BEGIN Task inputs

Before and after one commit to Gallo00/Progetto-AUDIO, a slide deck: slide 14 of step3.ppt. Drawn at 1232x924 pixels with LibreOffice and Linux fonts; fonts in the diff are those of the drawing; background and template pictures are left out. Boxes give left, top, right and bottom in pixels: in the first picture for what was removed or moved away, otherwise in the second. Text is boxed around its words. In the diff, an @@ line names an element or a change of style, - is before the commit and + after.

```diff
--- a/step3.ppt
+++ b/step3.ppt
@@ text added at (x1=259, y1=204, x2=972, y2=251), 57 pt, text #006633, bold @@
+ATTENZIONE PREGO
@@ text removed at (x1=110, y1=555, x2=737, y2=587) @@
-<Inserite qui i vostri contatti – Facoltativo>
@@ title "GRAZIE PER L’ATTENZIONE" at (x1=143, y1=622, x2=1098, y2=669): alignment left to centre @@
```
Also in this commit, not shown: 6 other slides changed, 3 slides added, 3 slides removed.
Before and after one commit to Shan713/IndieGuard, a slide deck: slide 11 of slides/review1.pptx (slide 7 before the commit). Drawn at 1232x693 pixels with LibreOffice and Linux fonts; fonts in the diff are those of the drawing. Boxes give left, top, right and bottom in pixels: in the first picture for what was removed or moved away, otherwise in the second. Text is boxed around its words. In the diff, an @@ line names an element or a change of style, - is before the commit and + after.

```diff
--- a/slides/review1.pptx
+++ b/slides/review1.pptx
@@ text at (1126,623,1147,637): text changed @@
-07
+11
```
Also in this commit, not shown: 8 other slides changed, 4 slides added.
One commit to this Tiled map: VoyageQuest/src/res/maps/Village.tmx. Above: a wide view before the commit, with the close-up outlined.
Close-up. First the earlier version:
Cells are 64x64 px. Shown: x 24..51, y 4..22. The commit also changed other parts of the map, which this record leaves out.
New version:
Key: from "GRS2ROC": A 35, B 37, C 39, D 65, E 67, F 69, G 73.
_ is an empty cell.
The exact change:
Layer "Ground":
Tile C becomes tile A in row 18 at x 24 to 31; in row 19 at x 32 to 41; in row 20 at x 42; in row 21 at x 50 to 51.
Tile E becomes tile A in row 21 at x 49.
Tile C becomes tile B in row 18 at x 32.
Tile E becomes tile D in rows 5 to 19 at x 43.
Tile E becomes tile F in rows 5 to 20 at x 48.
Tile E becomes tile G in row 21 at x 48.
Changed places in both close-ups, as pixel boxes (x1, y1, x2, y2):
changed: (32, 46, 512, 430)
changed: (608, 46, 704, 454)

END Task inputs

**Work item**
Extract, from the material above, each line holding the word "added".

**Completed task**
@@ text added at (x1=259, y1=204, x2=972, y2=251), 57 pt, text #006633, bold @@
Also in this commit, not shown: 6 other slides changed, 3 slides added, 3 slides removed.
Also in this commit, not shown: 8 other slides changed, 4 slides added.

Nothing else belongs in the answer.